Exercise details: The task calls for an exact copy of the records, without any images.

---------- Dataset extract

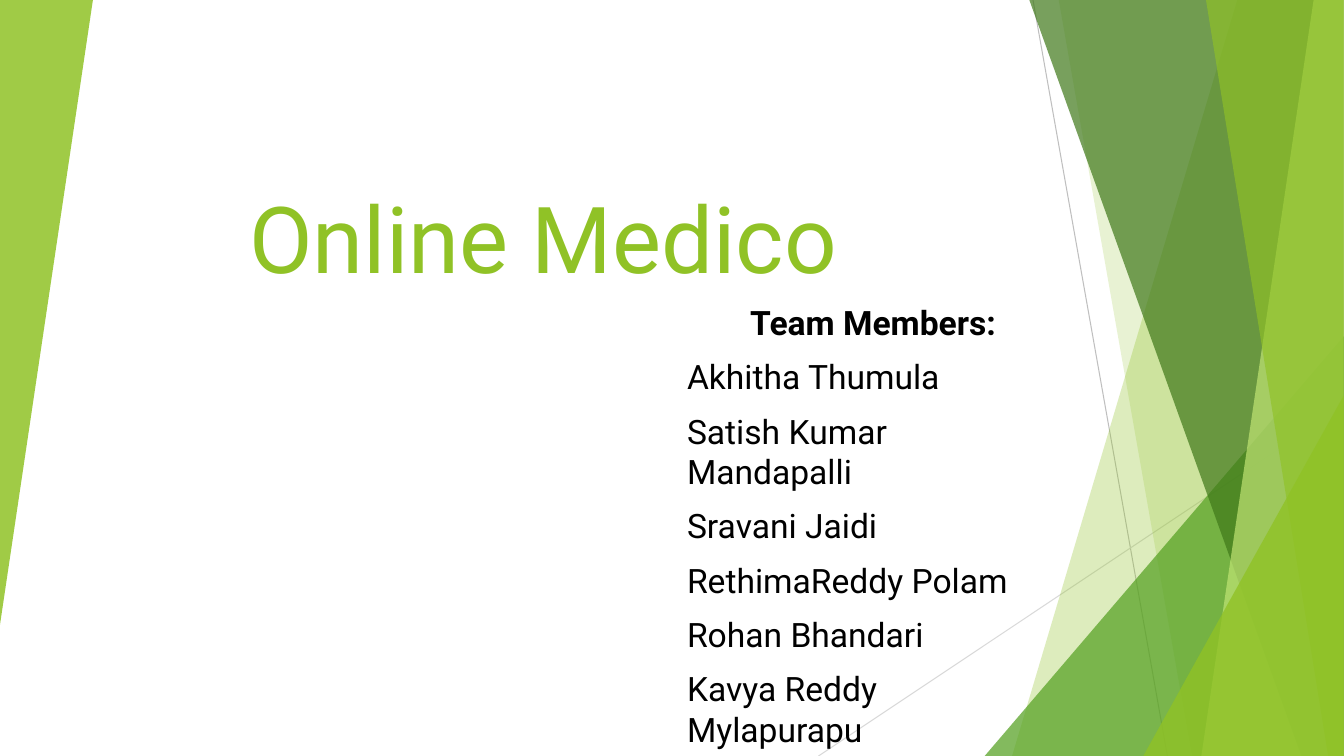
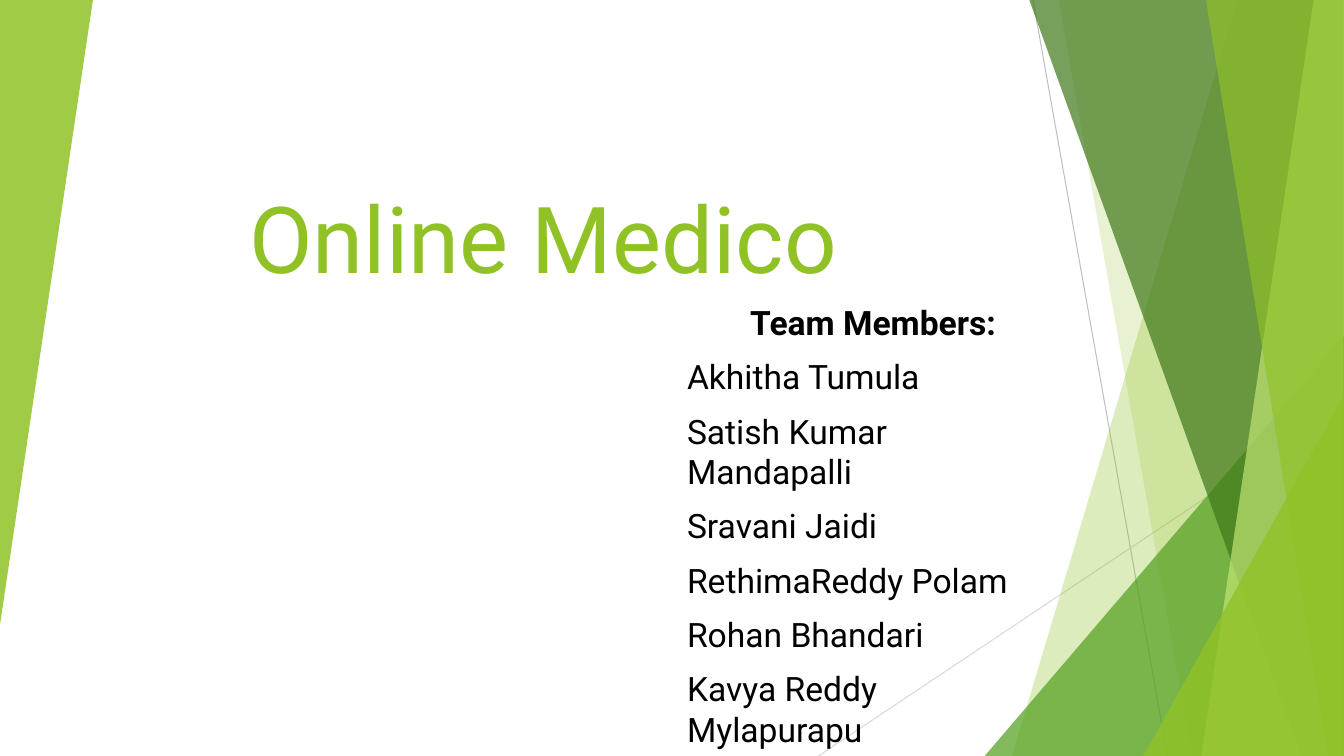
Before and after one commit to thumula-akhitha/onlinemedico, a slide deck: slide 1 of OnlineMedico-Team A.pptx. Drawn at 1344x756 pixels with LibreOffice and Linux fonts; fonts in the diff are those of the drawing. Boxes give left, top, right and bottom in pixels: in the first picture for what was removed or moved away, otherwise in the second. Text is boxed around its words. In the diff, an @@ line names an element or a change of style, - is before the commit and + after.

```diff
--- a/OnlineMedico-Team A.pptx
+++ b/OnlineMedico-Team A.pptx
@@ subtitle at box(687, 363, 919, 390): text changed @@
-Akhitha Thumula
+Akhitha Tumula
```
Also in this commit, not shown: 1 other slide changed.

--------------------

Written reply:
Before and after one commit to thumula-akhitha/onlinemedico, a slide deck: slide 1 of OnlineMedico-Team A.pptx. Drawn at 1344x756 pixels with LibreOffice and Linux fonts; fonts in the diff are those of the drawing. Boxes give left, top, right and bottom in pixels: in the first picture for what was removed or moved away, otherwise in the second. Text is boxed around its words. In the diff, an @@ line names an element or a change of style, - is before the commit and + after.

```diff
--- a/OnlineMedico-Team A.pptx
+++ b/OnlineMedico-Team A.pptx
@@ subtitle at box(687, 363, 919, 390): text changed @@
-Akhitha Thumula
+Akhitha Tumula
```
Also in this commit, not shown: 1 other slide changed.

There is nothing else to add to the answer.